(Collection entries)

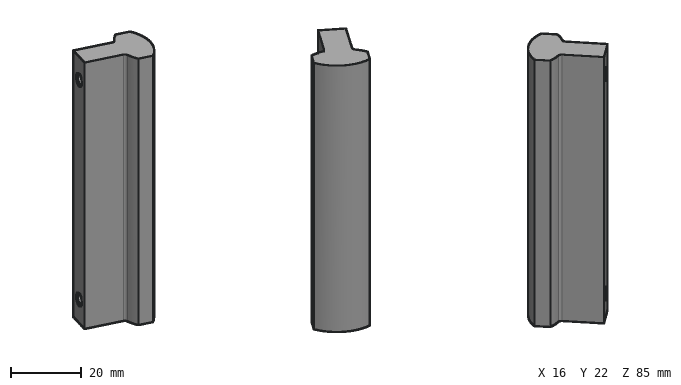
import cadquery as cq
import math

LENGTH = 85.0
HEAD_WIDTH = 16.0
DEPTH = 22.0

STEM_WIDTH = 8.0
CROWN_RADIUS = 13.0
HEAD_FLAT = 4.5
STEM_FILLET = 1.0

HOLE_DIAMETER = 3.2
COUNTERSINK_DIAMETER = 4.0
HOLE_DEPTH = 10.0
HOLE_SPACING = 70.0
LOWEST_HOLE_HEIGHT = 7.5
DRILL_POINT_ANGLE = 118.0

HEAD_HALF = HEAD_WIDTH / 2
STEM_HALF = STEM_WIDTH / 2
FRONT_Y = -DEPTH / 2
CROWN_Y = DEPTH / 2


def crown_drop(x):
    """Fall of the crown arc below its peak at a distance x from the centre."""
    return CROWN_RADIUS - math.sqrt(CROWN_RADIUS**2 - x**2)


SHOULDER_Y = CROWN_Y - crown_drop(HEAD_HALF)
UNDERSIDE_Y = SHOULDER_Y - HEAD_FLAT


def underside_y(x):
    """The underside of the head mirrors the crown arc."""
    return UNDERSIDE_Y - crown_drop(HEAD_HALF) + crown_drop(x)


def make_bar():
    neck_y = underside_y(STEM_HALF)
    middle_x = (HEAD_HALF + STEM_HALF) / 2
    middle_y = underside_y(middle_x)
    profile = (
        cq.Workplane("XY")
        .moveTo(-STEM_HALF, FRONT_Y)
        .lineTo(STEM_HALF, FRONT_Y)
        .lineTo(STEM_HALF, neck_y)
        .threePointArc((middle_x, middle_y), (HEAD_HALF, UNDERSIDE_Y))
        .lineTo(HEAD_HALF, SHOULDER_Y)
        .threePointArc((0, CROWN_Y), (-HEAD_HALF, SHOULDER_Y))
        .lineTo(-HEAD_HALF, UNDERSIDE_Y)
        .threePointArc((-middle_x, middle_y), (-STEM_HALF, neck_y))
        .close()
    )
    neck_corners = cq.selectors.BoxSelector(
        (-STEM_HALF - STEM_FILLET, neck_y - STEM_FILLET, 0),
        (STEM_HALF + STEM_FILLET, neck_y + STEM_FILLET, LENGTH),
    )
    return profile.extrude(LENGTH).edges("|Z").edges(neck_corners).fillet(STEM_FILLET)


def make_hole_cutter(height):
    """Drilled hole with a 45 degree countersink and a conical bottom."""
    radius = HOLE_DIAMETER / 2
    mouth_radius = COUNTERSINK_DIAMETER / 2
    countersink_end = FRONT_Y + mouth_radius - radius
    hole_end = FRONT_Y + HOLE_DEPTH
    point_length = radius / math.tan(math.radians(DRILL_POINT_ANGLE / 2))
    outline = [
        (0, FRONT_Y),
        (mouth_radius, FRONT_Y),
        (radius, countersink_end),
        (radius, hole_end),
        (0, hole_end + point_length),
    ]
    cutter = cq.Workplane("XY").polyline(outline).close().revolve(360, (0, 0), (0, 1))
    return cutter.translate((0, 0, height))


result = make_bar()
for hole_height in (LOWEST_HOLE_HEIGHT, LOWEST_HOLE_HEIGHT + HOLE_SPACING):
    result = result.cut(make_hole_cutter(hole_height))

## Your assignment
Give back every entry in full, exactly as written, with no picture included.

## Solution below
import cadquery as cq
import math

LENGTH = 85.0
HEAD_WIDTH = 16.0
DEPTH = 22.0

STEM_WIDTH = 8.0
CROWN_RADIUS = 13.0
HEAD_FLAT = 4.5
STEM_FILLET = 1.0

HOLE_DIAMETER = 3.2
COUNTERSINK_DIAMETER = 4.0
HOLE_DEPTH = 10.0
HOLE_SPACING = 70.0
LOWEST_HOLE_HEIGHT = 7.5
DRILL_POINT_ANGLE = 118.0

HEAD_HALF = HEAD_WIDTH / 2
STEM_HALF = STEM_WIDTH / 2
FRONT_Y = -DEPTH / 2
CROWN_Y = DEPTH / 2


def crown_drop(x):
    """Fall of the crown arc below its peak at a distance x from the centre."""
    return CROWN_RADIUS - math.sqrt(CROWN_RADIUS**2 - x**2)


SHOULDER_Y = CROWN_Y - crown_drop(HEAD_HALF)
UNDERSIDE_Y = SHOULDER_Y - HEAD_FLAT


def underside_y(x):
    """The underside of the head mirrors the crown arc."""
    return UNDERSIDE_Y - crown_drop(HEAD_HALF) + crown_drop(x)


def make_bar():
    neck_y = underside_y(STEM_HALF)
    middle_x = (HEAD_HALF + STEM_HALF) / 2
    middle_y = underside_y(middle_x)
    profile = (
        cq.Workplane("XY")
        .moveTo(-STEM_HALF, FRONT_Y)
        .lineTo(STEM_HALF, FRONT_Y)
        .lineTo(STEM_HALF, neck_y)
        .threePointArc((middle_x, middle_y), (HEAD_HALF, UNDERSIDE_Y))
        .lineTo(HEAD_HALF, SHOULDER_Y)
        .threePointArc((0, CROWN_Y), (-HEAD_HALF, SHOULDER_Y))
        .lineTo(-HEAD_HALF, UNDERSIDE_Y)
        .threePointArc((-middle_x, middle_y), (-STEM_HALF, neck_y))
        .close()
    )
    neck_corners = cq.selectors.BoxSelector(
        (-STEM_HALF - STEM_FILLET, neck_y - STEM_FILLET, 0),
        (STEM_HALF + STEM_FILLET, neck_y + STEM_FILLET, LENGTH),
    )
    return profile.extrude(LENGTH).edges("|Z").edges(neck_corners).fillet(STEM_FILLET)


def make_hole_cutter(height):
    """Drilled hole with a 45 degree countersink and a conical bottom."""
    radius = HOLE_DIAMETER / 2
    mouth_radius = COUNTERSINK_DIAMETER / 2
    countersink_end = FRONT_Y + mouth_radius - radius
    hole_end = FRONT_Y + HOLE_DEPTH
    point_length = radius / math.tan(math.radians(DRILL_POINT_ANGLE / 2))
    outline = [
        (0, FRONT_Y),
        (mouth_radius, FRONT_Y),
        (radius, countersink_end),
        (radius, hole_end),
        (0, hole_end + point_length),
    ]
    cutter = cq.Workplane("XY").polyline(outline).close().revolve(360, (0, 0), (0, 1))
    return cutter.translate((0, 0, height))


result = make_bar()
for hole_height in (LOWEST_HOLE_HEIGHT, LOWEST_HOLE_HEIGHT + HOLE_SPACING):
    result = result.cut(make_hole_cutter(hole_height))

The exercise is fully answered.